- Rieger's official House portrait

Member of the Pennsylvania House of Representatives from the 179th district
- In office 1969 – November 30, 2006
- Preceded by: District created
- Succeeded by: Tony Payton

Member of the Pennsylvania House of Representatives from the Philadelphia County district
- In office 1967–1968

Personal details
- Born: November 2, 1922 Philadelphia, Pennsylvania, U.S.
- Died: December 11, 2009 (aged 87) Philadelphia, Pennsylvania, U.S.
- Party: Democratic
- Spouse: Lucy Yacovetti
- Occupation: Legislator

Military service
- Allegiance: United States
- Battles/wars: World War II

= William Rieger =

American politician

William W. Rieger (November 2, 1922 – December 11, 2009) was an American politician who served as a Democratic member of the Pennsylvania House of Representatives from 1967 to 2006.

==Background==
Reiger was a 1941 graduate of Simon Gratz High School.

==Career==
He was first elected to represent the 179th legislative district in 1966. During 40 year legislative career representing one of the state's poorest districts, he had only two bills passed into law (both in the 1970s). One dealt with loan calculations and another was about stop signs. His last measure to be enacted was a resolution declaring May 1983 to be "High Blood Pressure Month." The last bill he co-sponsored was in 1990. He served the Democratic party as chair of the board of directors of the 43rd Ward Democratic Executive Committee. He also served as co-chairman of the Philadelphia Legislative Delegation in the House.

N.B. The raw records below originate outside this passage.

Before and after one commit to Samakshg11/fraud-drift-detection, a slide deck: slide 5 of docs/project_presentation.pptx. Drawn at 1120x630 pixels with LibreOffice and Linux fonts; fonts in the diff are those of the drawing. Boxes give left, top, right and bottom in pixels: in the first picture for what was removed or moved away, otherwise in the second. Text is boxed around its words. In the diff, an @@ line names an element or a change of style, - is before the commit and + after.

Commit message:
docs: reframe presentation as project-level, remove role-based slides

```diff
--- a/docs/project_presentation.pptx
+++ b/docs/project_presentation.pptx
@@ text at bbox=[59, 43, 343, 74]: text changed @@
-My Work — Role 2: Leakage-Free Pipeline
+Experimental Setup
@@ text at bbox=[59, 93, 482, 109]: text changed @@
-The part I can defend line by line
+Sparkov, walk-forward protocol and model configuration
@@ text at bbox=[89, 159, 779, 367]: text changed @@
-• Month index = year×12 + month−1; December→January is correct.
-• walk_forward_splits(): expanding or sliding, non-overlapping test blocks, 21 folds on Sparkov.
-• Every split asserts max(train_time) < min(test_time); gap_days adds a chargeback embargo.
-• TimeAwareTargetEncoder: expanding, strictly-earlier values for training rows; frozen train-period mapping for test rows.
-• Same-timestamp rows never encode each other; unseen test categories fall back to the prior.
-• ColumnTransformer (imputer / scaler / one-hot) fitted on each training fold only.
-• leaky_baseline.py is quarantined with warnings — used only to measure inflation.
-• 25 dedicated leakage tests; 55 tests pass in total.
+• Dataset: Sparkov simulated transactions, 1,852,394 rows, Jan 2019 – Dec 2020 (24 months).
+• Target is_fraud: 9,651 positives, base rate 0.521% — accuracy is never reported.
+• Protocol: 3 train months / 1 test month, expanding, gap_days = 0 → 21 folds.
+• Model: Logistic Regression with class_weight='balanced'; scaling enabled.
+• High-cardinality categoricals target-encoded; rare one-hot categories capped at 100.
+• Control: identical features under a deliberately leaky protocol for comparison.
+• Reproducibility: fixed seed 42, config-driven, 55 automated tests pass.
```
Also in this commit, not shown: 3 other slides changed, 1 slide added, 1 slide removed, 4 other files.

He was criticized by his 1988 Democratic Primary opponent Benjamin Ramos for distributing campaign literature containing an "earthy Spanish term for excrement," which Rieger said was a printing mistake.

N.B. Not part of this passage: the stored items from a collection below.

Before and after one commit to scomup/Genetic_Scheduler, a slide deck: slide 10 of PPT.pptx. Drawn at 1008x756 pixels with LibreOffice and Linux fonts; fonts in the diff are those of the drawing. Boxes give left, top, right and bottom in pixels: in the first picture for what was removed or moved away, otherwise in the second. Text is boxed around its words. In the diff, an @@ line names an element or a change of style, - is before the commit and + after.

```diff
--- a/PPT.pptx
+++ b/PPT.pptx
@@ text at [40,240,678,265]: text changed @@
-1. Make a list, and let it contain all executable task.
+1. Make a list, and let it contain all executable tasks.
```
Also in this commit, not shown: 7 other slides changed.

Rieger continued to hold his seat into his eighties, even as his health declined, leading to criticism that he was no longer able to serve effectively. In 2002, a PoliticsPA feature designating politicians with yearbook superlatives, he was named "Missing in Action." In 2003, he was criticized by The Philadelphia Inquirer for his legislative inactivity and his absence from his district; at the time of the report, he attended only two of the preceding 65 meetings of a committee on which he was the leading Democrat, and other members apparently registered his "presence" for him at the start of workdays when he was absent, preventing him from accumulating absences on the official record and allowing him to claim a per diem. When asked about his absenteeism, he pointed to his health, saying that he had battled prostate cancer and received a coronary stent in 2002. Regarding his legislative inactivity, he said, "I could introduce 100 bills tomorrow. They wouldn't go anywhere. They would all be lies. And I don't want to lie to the people," he said.

In 2004, Rieger was the subject of an ethics investigation after it was found that he had rigged his voting panel in the House chamber to hold down the "yes" button, allowing him to record affirmative votes on several measures while he was absent from the state capitol. He said that he had only done so because he needed to travel back home to retrieve medication; the votes in question were ultimately stricken, but he did not face any sanctions.

He retired prior to the 2006 elections.

==Death==
Rieger died at Temple University Hospital on December 11, 2009, from a brain hemorrhage.